A few weeks ago, I tried my first WebQuest. If you don’t know what they are, you aren’t alone. I in fact only learned about themfrom randomly stumbling across it during one of my many hours of traipsing around in the internet aimlessly. In a nutshell, a WebQuest is an assignment that you put on the web with instructions for kids to follow — and all the work they are doing comes from resources on the web.
With a spare day to kill, and a non-AP class full of seniors who generally seem to like writing papers more than they like writing equations, I decided to try it out. I had a few goals:
1. This was early enough in the year that my kids were in the middle of limits. They didn’t know anything about derivatives or integrals, or what calculus is, except for my rant. I wanted them to do some research on their own to learn what calculus is.
2. I wanted my students to learn that math was (and is) not done by robots in ivory towers, simply working to torture them. It was (and is) made by real people, forged in the crucible of a historical and cultural moment.
3. The history of math might bring more interest to some of the ideas my kids were studying (and will study).
So I modified a WebQuest I found and created this (click picture below):
The name is misleading. As my kids read each of the tabs carefully, so they knew my expectations, they soon learned that I wanted them to investigate Newton and Leibniz. And instead of asking “who invented calculus” they were supposed to take a side on who they think deserves the most “kudos” for calculus. They were then supposed to write an editorial defending that position.
As a former historian of science, I know that it’s a terrible question. As a math teacher, I don’t care. It got them talking and interested!
I gave students one 50 minute class period to work on their pro-con lists for Newton and Leibniz. They of course used their laptops, and were allowed to pair up — but only for those 50 minutes. Then over the weekend, they were asked to finish their research and write their editorial individually. They were asked to turn in a paper copy of their notes, their editorial, and their bibliography (and turn in an electronic copy of their editorial to share with the rest of the class).
Overall, I think it was a great use of time. Many of my kids really got into it, watching the videos and reading the articles. They found some of the reading really hard to follow, but I believe that is part of the skill set they should be acquiring in high school. Given a lot of information (a.k.a. the internet), how do you sort it and make sense of it? During classtime, a few kids did slack off a bit, not fully taking advantage of 50 minutes of research. Their papers suffered as a result of it. I really liked how much my students got into trying to figure out what an infinitessimal was, what a fluxion was, and — the biggest point of intrigue for every kid — did Leibniz plagiarize? Those who are great writers had a place to shine in my class.

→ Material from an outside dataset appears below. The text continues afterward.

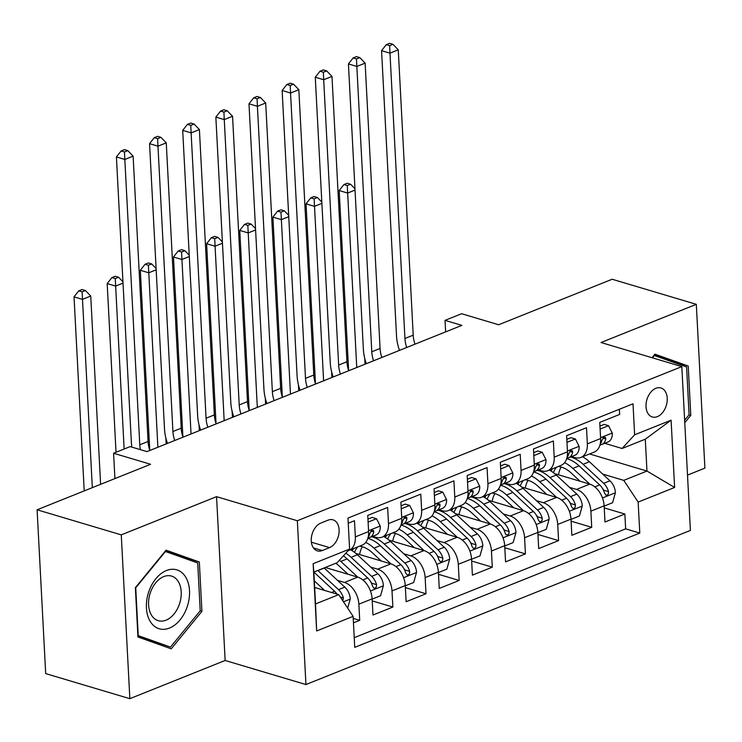 <?xml version="1.0" encoding="UTF-8"?>
<svg xmlns="http://www.w3.org/2000/svg" width="742" height="742" viewBox="0 0 742 742"><rect width="100%" height="100%" fill="white"/><g stroke="black" fill="none" stroke-linecap="round" stroke-linejoin="round"><path stroke-width="1.11" d="M655.882 388.298A15.137 10.138 106.6 0 0 646.161 403.166A15.137 10.138 106.6 0 0 652.301 416.967A15.137 10.138 106.6 0 0 657.375 416.633A15.137 10.138 106.6 0 0 667.095 401.765A15.137 10.138 106.6 0 0 660.955 387.964A15.137 10.138 106.6 0 0 655.882 388.298M687.509 475.103L704.9 468.128L696.311 304.322L612.15 279.242L498.633 324.755L461.598 313.718L445.033 320.358L445.636 331.887M305.936 684.551L690.403 530.409L681.824 366.604L297.347 520.745L305.936 684.551L225.141 660.473L216.553 496.667L121.261 534.871L129.85 698.686L225.141 660.473M129.85 698.686L45.689 673.606L37.1 509.791L150.617 464.279L113.591 453.251L114.917 478.599M121.261 534.871L37.1 509.791M619.375 409.259L619.644 414.416L599.759 422.393L600.612 438.55L587.349 443.864A18.921 12.41 68.2 0 1 580.921 457.415A18.921 12.41 68.2 0 1 574.809 457.564L571.572 456.599M587.349 443.864L586.505 427.707L566.619 435.675L567.463 451.841L554.209 457.155A18.921 12.41 68.2 0 1 547.782 470.697A18.921 12.41 68.2 0 1 541.669 470.845L538.432 469.881M554.209 457.155L553.356 440.989L533.47 448.966L534.323 465.123L521.06 470.437A18.921 12.41 68.2 0 1 514.633 483.988A18.921 12.41 68.2 0 1 508.52 484.136L505.283 483.172M521.06 470.437L520.216 454.28L500.331 462.257L501.175 478.414L487.921 483.728A18.921 12.41 68.2 0 1 481.493 497.279A18.921 12.41 68.2 0 1 475.381 497.428L472.144 496.463M487.921 483.728L487.067 467.571L467.182 475.539L468.035 491.705L454.772 497.019A18.921 12.41 68.2 0 1 448.344 510.57A18.921 12.41 68.2 0 1 442.232 510.719L438.995 509.745M454.772 497.019L453.928 480.862L434.042 488.83L434.886 504.987L421.632 510.311A18.921 12.41 68.2 0 1 415.205 523.852A18.921 12.41 68.2 0 1 409.092 524L405.855 523.036M421.632 510.311L420.779 494.144L400.893 502.121L401.747 518.278L388.483 523.592A18.921 12.41 68.2 0 1 382.056 537.143A18.921 12.41 68.2 0 1 375.944 537.291L372.707 536.327M388.483 523.592L387.639 507.435L367.754 515.412L368.598 531.569A18.921 12.41 68.2 0 1 362.17 545.12L348.916 550.434A18.921 12.41 68.2 0 1 348.091 550.712M353.461 622.844L359.712 620.34L353.229 618.401M325.302 567.482L357.727 577.137A18.921 12.41 68.2 0 1 372.122 598.859L372.976 615.025L392.861 607.049L372.234 600.899M355.845 553.411L390.876 563.855A18.921 12.41 -111.8 0 1 405.271 585.577L406.115 601.734L426.001 593.758L405.373 587.618M388.993 540.13L424.016 550.564A18.921 12.41 -111.8 0 1 438.411 572.286L439.264 588.443L459.15 580.467L438.522 574.327M422.133 526.839L457.165 537.273A18.921 12.41 -111.8 0 1 471.56 558.995L472.404 575.152L492.289 567.185L471.662 561.035M455.282 513.547L490.304 523.982A18.921 12.41 -111.8 0 1 504.699 545.704L505.552 561.87L525.438 553.894L504.81 547.744M488.422 500.256L523.453 510.7A18.921 12.41 -111.8 0 1 537.848 532.422L538.692 548.579L558.578 540.603L537.95 534.463M521.57 486.975L556.593 497.409A18.921 12.41 -111.8 0 1 570.988 519.131L571.841 535.288L591.726 527.321L571.099 521.172M113.591 453.251L130.156 446.601L146.99 451.618L461.867 325.376L445.033 320.358M322.26 550.536L329.55 547.615A14.664 9.822 106.6 0 0 338.973 533.21A14.664 9.822 106.6 0 0 333.019 519.836A14.664 9.822 106.6 0 0 328.112 520.161L320.822 523.091A14.664 9.822 106.6 0 0 311.399 537.486A14.664 9.822 106.6 0 0 317.353 550.861A14.664 9.822 106.6 0 0 322.26 550.536L313.43 547.902M622.093 448.483L634.633 434.793L633.009 403.796L347.97 518.083L349.593 549.071L337.053 562.77L313.857 572.063L315.526 603.942L338.723 594.639L353.118 616.361L354.741 647.358L639.789 533.071L638.157 502.084L623.762 480.362L646.968 471.059L645.299 439.181L622.093 448.483L604.721 443.308M634.633 434.793L671.093 420.176L674.617 487.466L638.157 502.084M353.118 616.361L316.658 630.978L313.133 563.688L349.593 549.071M569.559 487.373L576.488 489.432A18.921 12.41 68.2 0 1 590.873 511.155L591.726 527.321M554.71 473.684L589.742 484.118L576.488 489.432M536.42 500.664L543.339 502.724A18.921 12.41 68.2 0 1 557.734 524.446L558.578 540.603M503.271 513.956L510.199 516.015A18.921 12.41 68.2 0 1 524.585 537.737L525.438 553.894M470.131 527.237L477.05 529.306A18.921 12.41 68.2 0 1 491.445 551.028L492.289 567.185M436.982 540.528L443.911 542.587A18.921 12.41 68.2 0 1 458.296 564.31L459.15 580.467M403.843 553.82L410.762 555.879A18.921 12.41 68.2 0 1 425.157 577.601L426.001 593.758M370.694 567.101L377.613 569.17A18.921 12.41 68.2 0 1 392.008 590.892L392.861 607.049M337.554 580.392L344.474 582.451A18.921 12.41 68.2 0 1 358.868 604.173L359.712 620.34M354.24 637.675L625.645 528.861L624.866 514.03L604.238 507.88M589.742 484.118A18.921 12.41 -111.8 0 1 604.136 505.84L604.98 522.006L624.866 514.03M348.239 523.231L354.49 520.726L355.344 536.883A18.921 12.41 68.2 0 1 348.916 550.434M314.664 587.469L338.723 594.639M216.553 496.667L297.347 520.745M696.311 304.322L601.029 342.526L681.824 366.604M589.556 453.956L646.968 471.059L674.617 487.466M602.708 474.082L623.762 480.362M382.056 537.143L395.319 531.828A18.921 12.41 -111.8 0 0 401.747 518.278M415.205 523.852L428.459 518.537A18.921 12.41 -111.8 0 0 434.886 504.987M448.344 510.57L461.607 505.246A18.921 12.41 -111.8 0 0 468.035 491.705M481.493 497.279L494.747 491.965A18.921 12.41 -111.8 0 0 501.175 478.414M514.633 483.988L527.896 478.673A18.921 12.41 -111.8 0 0 534.323 465.123M547.782 470.697L561.035 465.382A18.921 12.41 -111.8 0 0 567.463 451.841M625.645 528.861L639.789 533.071M580.921 457.415L594.184 452.101A18.921 12.41 -111.8 0 0 600.612 438.55M313.866 572.23L313.977 572.184A36.182 23.725 68.2 0 0 313.857 572.073L313.133 563.688M315.526 603.942L316.658 630.978M671.093 420.176L645.299 439.181M171.226 648.833L201.917 611.343L199.338 562.009L166.06 550.174L135.369 587.664L137.947 636.988L171.226 648.833M684.764 422.708L690.793 415.344L688.214 366.01L654.936 354.166L652.023 357.718M157.61 643.991L158.083 643.407M185.231 558.541L185.194 557.798L165.54 550.805M185.194 557.798L199.338 562.009M200.173 610.824L201.917 611.343M674.107 362.532L674.07 361.799L654.416 354.797M674.07 361.799L688.214 366.01M689.049 414.824L690.793 415.344M140.423 449.661A23.651 15.508 68.2 0 1 139.784 444.801L124.832 159.465L116.411 156.952L131.362 442.288A35.477 23.262 -111.8 0 0 131.872 447.111M149.847 450.477A23.651 15.508 68.2 0 1 148.066 441.471L133.115 156.145L124.832 159.465L124.489 151.962L127.8 150.626L124.433 149.624L121.122 150.951L124.489 151.962M121.122 150.951L116.411 156.952M133.115 156.145L127.8 150.626M347.673 608.134L350.27 598.85A12.531 8.218 -111.8 0 0 344.817 587.126L324.254 568.066A36.182 23.725 -111.8 0 0 324.124 567.945M324.662 590.456L314.311 580.856M342.813 600.816L343.379 597.931A12.531 8.218 -111.8 0 0 338.519 589.649L317.956 570.589A36.182 23.725 -111.8 0 0 317.826 570.477M313.977 572.184L334.54 591.244A12.531 8.218 68.2 0 1 336.951 594.11M100.606 484.331L90.737 296.049L82.455 299.369L74.033 296.865L84.208 490.907M92.323 487.652L82.112 291.866L85.423 290.539L82.056 289.528L78.745 290.864L82.112 291.866M78.745 290.864L74.033 296.865M90.737 296.049L85.423 290.539M166.458 570.524A30.747 20.59 106.6 0 0 146.424 607.939A30.747 20.59 106.6 0 0 169.473 628.075A30.747 20.59 106.6 0 0 189.516 590.66A30.747 20.59 106.6 0 0 166.458 570.524M163.759 576.599A23.28 15.591 106.6 0 0 148.799 599.462A23.28 15.591 106.6 0 0 158.25 620.692A23.28 15.591 106.6 0 0 166.041 620.173A23.28 15.591 106.6 0 0 181.002 597.31A23.28 15.591 106.6 0 0 171.55 576.08A23.28 15.591 106.6 0 0 163.759 576.599M170.475 647.098L138.235 635.625L135.73 587.831L165.466 551.501L197.706 562.974L200.21 610.777L170.475 647.098L137.91 636.293M652.422 357.839L654.342 355.501L686.582 366.975L689.086 414.769L684.634 420.213M368.106 522.09L376.528 518.714L380.303 526.236A12.531 8.218 68.2 0 1 376.036 534.991A12.531 8.218 68.2 0 1 375.925 535.038L369.841 537.468M376.528 518.714L372.15 517.406L367.949 519.094M367.874 538.219L369.627 537.56A12.531 8.218 -111.8 0 0 369.739 537.514A12.531 8.218 -111.8 0 0 373.764 531.958L373.541 530.567L371.816 530.317L369.785 533.554A12.531 8.218 68.2 0 1 368.115 537.329M174.704 440.507A23.651 15.508 68.2 0 1 172.923 431.51L157.972 146.174L149.559 143.67L164.511 429.006A35.477 23.262 -111.8 0 0 167.488 443.401M182.986 437.186A23.651 15.508 68.2 0 1 181.215 428.19L166.264 142.854L157.972 146.174L157.629 138.671L160.949 137.344L157.582 136.333L154.262 137.669L157.629 138.671M154.262 137.669L149.559 143.67M166.264 142.854L160.949 137.344M401.246 508.799L409.667 505.423L413.442 512.945A12.531 8.218 68.2 0 1 409.176 521.7A12.531 8.218 68.2 0 1 409.074 521.747L402.989 524.186M409.667 505.423L405.29 504.115L401.088 505.803M401.023 524.928L402.776 524.269A12.531 8.218 -111.8 0 0 402.878 524.232A12.531 8.218 -111.8 0 0 406.913 518.667L406.69 517.276L404.965 517.026L402.934 520.263A12.531 8.218 68.2 0 1 401.264 524.038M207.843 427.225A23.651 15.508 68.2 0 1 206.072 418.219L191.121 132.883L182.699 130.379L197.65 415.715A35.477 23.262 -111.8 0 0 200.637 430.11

If you want to see their papers (remember, they didn’t have a long time to write them, so give ’em some slack), browse ’em here.
I am definitely using this WebQuest again next year. However, I had some thoughts. First, so many students had such great research that being limited to just 1.5 pages double spaced was hard. They couldn’t use all their work. Maybe I’d make the assignment longer (two class periods to work, a week to write the paper)? Second, I’d really refine the question. “Who deserves the most kudos” needs more fleshing out or rewriting for the kids. Third, I’d like to get some primary source documents to throw into the mix. Fourth, and most importantly, I wonder if I would wait a bit until we at least had started derivatives before using this WebQuest again. It would be so exciting for kids who have just learned basic derivatives to read about infinitessimals and philosophy!
Anyway, feel free to use the WebQuest if you have a spare day and don’t know what to do.
How about –
Bell:Telephone as _____:Calculus
Although Bell is credited with the patent, there are numerous inventors who claimed they invited it first. Bell just had a better sense of PR. Given what you said about your goal of the project, I wonder if that title might steer your students toward the idea of who should get their name associated with Calculus without getting bogged down in a question you’re not crazy about.
What about Archimedes?
I thought about that, and in fact one of my kids brought it up, but I wanted them to really learn about Newton and Leibniz. No reason you can’t add Archimedes in the mix though.
Asking who invented calculus is really like asking who wrote A Thousand and One Nights, or Cinderella, or the Old Testament: it is a compendium of ideas, stories, and applications that have accrued over time, set to print by more than 1 person, and have origins in the misty contrails of history. But for my money Leibniz is the man. His original works look more like what we see in calculus books of today than any other. Principia Mathematica is more a work of physics and because of his obscure invocation of fluxions got Berkeley’s underrobes in a bit of a wad. Leibniz with his monadic concepts of infinitesimal at least had more philosophical substance with which to analyze things. I still think that philosophers make much better pure mathematicians than physicists – take that Kaku!